Yeah. So we have the relational dimension, and as I said, we can bring the relational dimension even into the collective for group space. So we have the I the U relation and the we and altogether kind of compose our kind of relational awareness when relation is the actual data flow that’s happening in the moment. Relation is the data connection and how we communicate is the data that we transfer. If the data connection is bad, like weak or disconnected, the VC or the emails or the streaming is not happening. So that’s the conversations often in conflict or where it seems like we don’t hear each other, we are kind of stuck with each other. The relation is connected and conscious and present data gets immediately transmitted. So that’s great because that means that taking care of our relational capacity and taking care of the relations in our life are the extension of our immune system.

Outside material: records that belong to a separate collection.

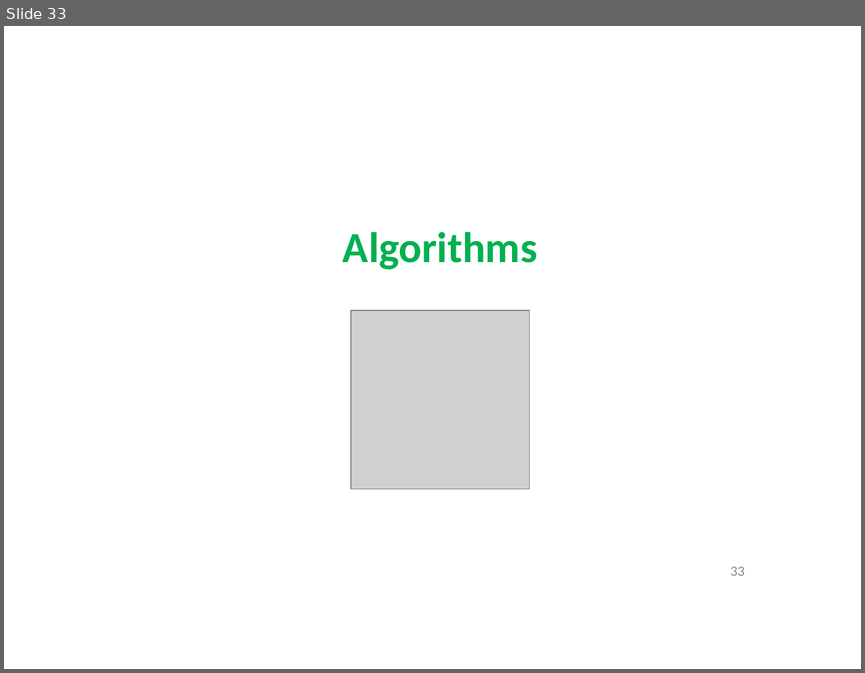
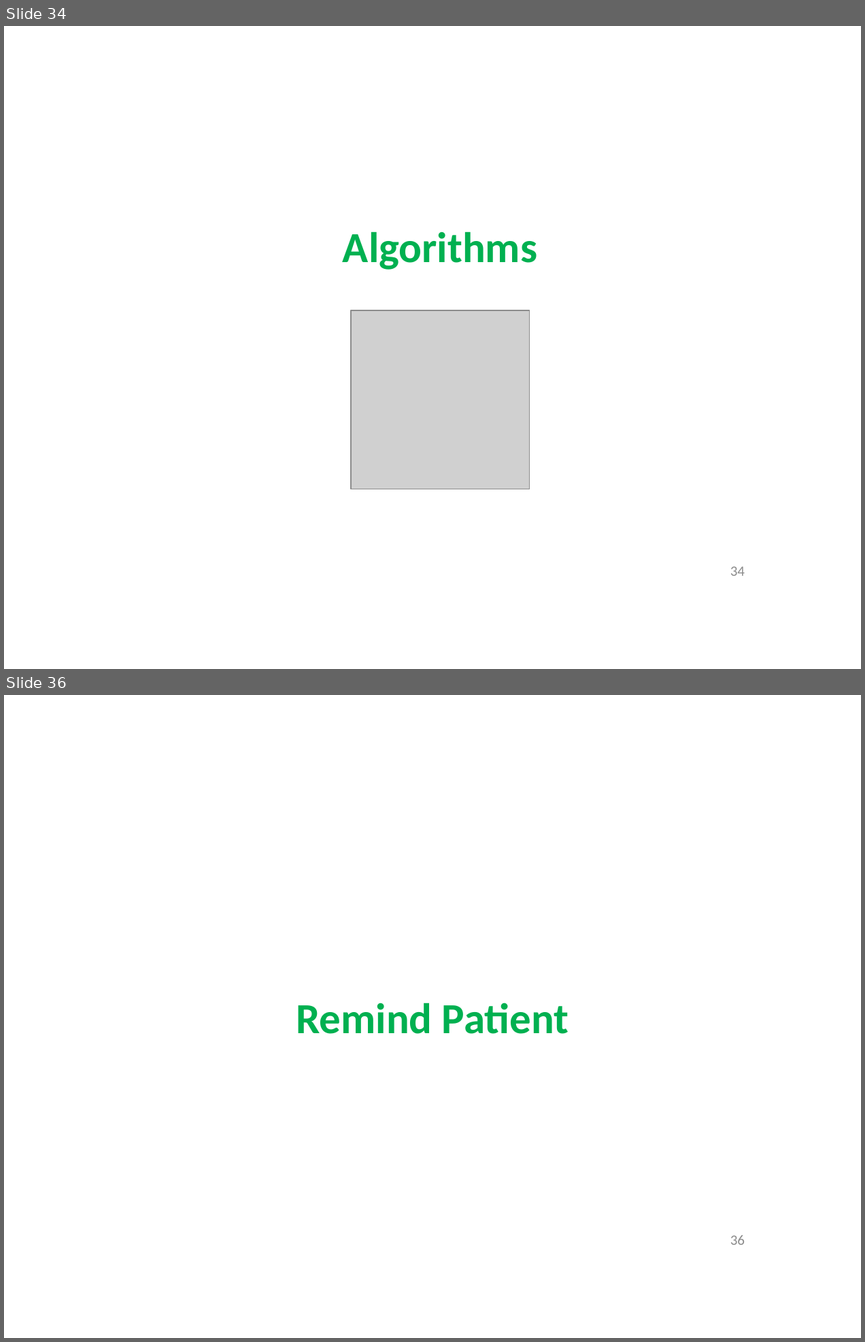
Before and after one commit to quantdse60878/HSTS, a slide deck: docs/Temperature Presentation/Khuong/khuong.pptx. Shown one above the other, each under a label of ours: slide 33 before the commit, slides 34 and 36 after it; the slides between them are not shown. The pictures are 865x673 and 865x1342 pixels, drawn with LibreOffice and Linux fonts; fonts in the diff are those of the drawing; grey boxes stand for pictures. Boxes give left, top, right and bottom in pixels: in the first picture for what was removed or moved away, otherwise in the second. Text is boxed around its words. In the diff, an @@ line names an element or a change of style, - is before the commit and + after.

```diff
--- a/docs/Temperature Presentation/Khuong/khuong.pptx
+++ b/docs/Temperature Presentation/Khuong/khuong.pptx
@@ slide 36 added at box(4, 695, 861, 1338), background #FFFFFF @@
@@ text added at box(296, 1002, 568, 1034), 36 pt, text #00B050, bold @@
+Remind Patient
@@ page number added at box(730, 1235, 745, 1244), 12 pt, text #8C8C8C @@
+36
@@ what was slide 33 is now slide 34 @@
@@ page number at box(730, 566, 745, 575): text changed @@
-33
+34
```
Also in this commit, not shown: 8 slides changed, 9 other slides added.

I believe that living in a healthy relational ecosystem is very beneficial for the individual and it’s very beneficial for the people in the ecosystem. And that’s why taking care of our relational networks, I’m not talking now about Facebook, talking more about our actual relational network. People that we see every day, meet every day family, colleagues, friends, to take care that those relations can be as clarified as possible because it’s part of not creating toxicities, but to live in a water that’s clean and fresh.